Pugnacious Republican congressional whip Tom DeLay linked it directly to religious freedom and the promotion of Christianity as he risked annoying his fellow right-wingers to support then president Clinton's push for permanent trade rights for China. 'I am excited about exporting American values,' he said.

While ideologues like Mr DeLay may actually believe their own rhetoric, many insiders in the political swirl of Washington are more cynical. 'It is posturing and positioning, the covering of rhetorical bases,' one veteran Republican lobbyist said. 'There is so much that is said in this town because people feel they have to say it.'

Consider China's position, and it all seems even more glib, if not absurd. It is difficult to imagine that the many minds lining Beijing's corridors of power are eyeing greater economic integration because it will promote Tom DeLay's version of Christianity.

The theory - famously touted more than a decade ago by conservative humourist PJ O'Rourke when he declared that blue jeans had brought down the Berlin Wall - has a distinctly modern post-Cold War ring. The ideological battles of old have shifted, as we all know. Now you can get rich and get even at the same time.

As universal as it seems to have become, there are still anomalies. Consider Marxist Cuba, still labouring under a US economic embargo imposed after Fidel Castro's surge to power in 1959. America has adopted a bipartisan approach to keeping the embargo largely intact in recent years, even as it hails the miracle of consumerism elsewhere. The unspoken policy suggests it will remain until Dr Castro dies. His rule has survived through 10 US presidencies, but there is a good chance George W. Bush might be one of his last. What Dr Castro may realise better than most is that there is nothing really new to the mantra of Mr DeLay and co. In fact, the old Havana Hilton is proof of consumerism as a bulwark against communism.

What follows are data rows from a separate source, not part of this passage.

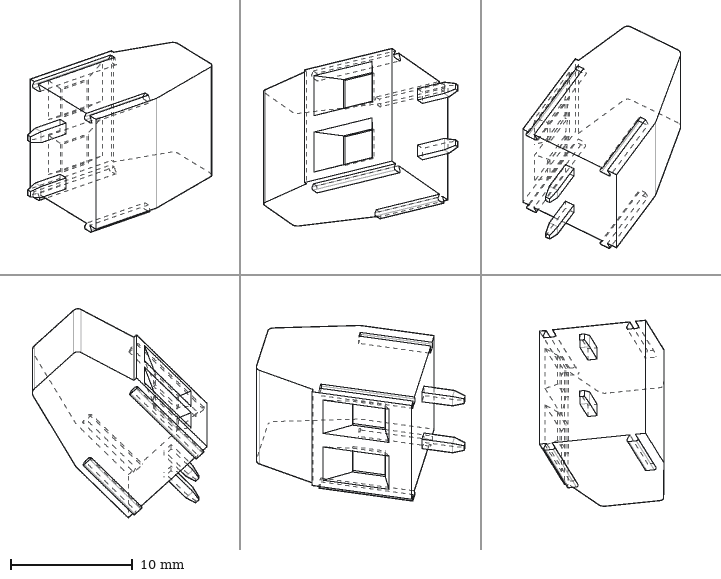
import cadquery as cq
import math


overall_length = 17.0
pole_count = 2
pole_pitch = 5.08
body_width = 9.0
body_length = 13.5
body_height = pole_count * pole_pitch
entry_face_length = 8.36
entry_ledge = 0.3
right_side_length = 6.2
left_top_inset = 1.85
right_top_inset = 1.87
top_edge_radius = 0.53

pin_width = 0.8
pin_height = 1.02
pin_length = overall_length - body_length
pin_tip_length = 0.94
pin_tip_ratio = 0.5
pin_x = body_width / 2

funnel_start = 1.9
funnel_length = 5.52
funnel_height = 3.6
funnel_depth = 0.94
recess_start = 2.41
recess_length = 2.75
recess_height = 2.58
recess_depth = 0.2

dovetail_angle = 60
dovetail_radius = 0.15
tongue_height = 0.6
groove_depth = 0.65
tongue_neck = 0.48
left_groove_neck = 0.53
right_groove_neck = 0.48
left_dovetail_x = 0.83
right_dovetail_x = 7.89
left_dovetail_length = 7.85
right_dovetail_length = 6.04

pole_heights = [(pole + 0.5) * pole_pitch for pole in range(pole_count)]


def make_body():
    """Tapered housing with rounded long edges on its far end."""
    outline = [
        (0, 0),
        (body_width, 0),
        (body_width, right_side_length),
        (body_width - right_top_inset, body_length),
        (left_top_inset, body_length),
        (entry_ledge, entry_face_length),
        (0, entry_face_length),
    ]
    body = cq.Workplane("XY").polyline(outline).close().extrude(body_height)
    return body.faces(">Y").edges("|Z").fillet(top_edge_radius)


def make_pin(z):
    """Rectangular pin along -Y, centred at height z, with a tapered tip."""
    shank_length = pin_length - pin_tip_length
    shank = cq.Workplane("XZ", origin=(pin_x, 0, z)).rect(pin_width, pin_height).extrude(shank_length)
    tip = (
        cq.Workplane("XZ", origin=(pin_x, -shank_length, z))
        .rect(pin_width, pin_height)
        .workplane(offset=pin_tip_length)
        .rect(pin_width * pin_tip_ratio, pin_height * pin_tip_ratio)
        .loft(ruled=True)
    )
    return shank.union(tip)


def make_pocket(z):
    """Wire-entry cavity centred at height z, sunk into the left face along +X."""
    funnel_y = funnel_start + funnel_length / 2
    recess_y = recess_start + recess_length / 2
    funnel = (
        cq.Workplane("YZ", origin=(0, funnel_y, z))
        .rect(funnel_length, funnel_height)
        .workplane(offset=funnel_depth)
        .center(recess_y - funnel_y, 0)
        .rect(recess_length, recess_height)
        .loft(ruled=True)
    )
    recess = (
        cq.Workplane("YZ", origin=(funnel_depth, recess_y, z))
        .rect(recess_length, recess_height)
        .extrude(recess_depth)
    )
    return funnel.union(recess)


def make_dovetail(x, z, neck, depth, length):
    """Dovetail bar along +Y whose neck lies at height z and which widens downward."""
    half_neck = neck / 2
    half_base = half_neck + depth / math.tan(math.radians(dovetail_angle))
    outline = [(-half_neck, 0), (half_neck, 0), (half_base, -depth), (-half_base, -depth)]
    bar = cq.Workplane("XZ", origin=(x, 0, z)).polyline(outline).close().extrude(-length)
    return bar.faces("<Z").edges("|Y").fillet(dovetail_radius)


result = make_body()

for pole_z in pole_heights:
    result = result.union(make_pin(pole_z))
    result = result.cut(make_pocket(pole_z))

for dovetail_x, groove_neck, dovetail_length in [
    (left_dovetail_x, left_groove_neck, left_dovetail_length),
    (right_dovetail_x, right_groove_neck, right_dovetail_length),
]:
    groove = make_dovetail(dovetail_x, body_height, groove_neck, groove_depth, dovetail_length)
    tongue = make_dovetail(dovetail_x, 0, tongue_neck, tongue_height, dovetail_length)
    result = result.cut(groove).union(tongue)

New research by Jane Wharton, an art history professor at Duke University in the US details the extent to which the late hotel tsar Conrad Hilton saw a victory for capitalism in terms of the ability to sit in a hot tub and dial up a cheeseburger.

Her new study Building the Cold War: Hilton International Hotels and Modern Architecture is getting considerable attention. She suggests that in the years after World War II, the US Government was keen to push Hilton's version of Americana as a peculiar form of propaganda. It was barely accidental that his hotels represented the opulence of American 1950s suburbia - iced water, tennis courts and giant bathrooms - rather than local tastes.

As he sought to create his monuments in cities such as Rome, Athens and Istanbul - all cities with active communist movements at the time - the US chipped in funding through the Marshall Plan.

'Each of our hotels is a little America,' Hilton once said. 'We build them to show the countries most exposed to communism the other side of the coin.' When the Hilton Hotel opened in west Berlin in the late 1950s, he declared: 'We have hit upon a new weapon with which to fight communism.'

His architectural ideas flowed through to the State Department, which launched extensive redevelopment efforts at its sites in foreign capitals, designed to better represent the American Way. Hilton was not merely eyeing business opportunities, Ms Wharton suggests, but he actually believed in what he was saying. Now, however, Hilton is under British ownership and little different from other chains, constantly tailoring itself to current fashions, tastes and genres.

Keep an ear to the ground in Washington, however, and you find his rhetoric is still alive and well, it seems.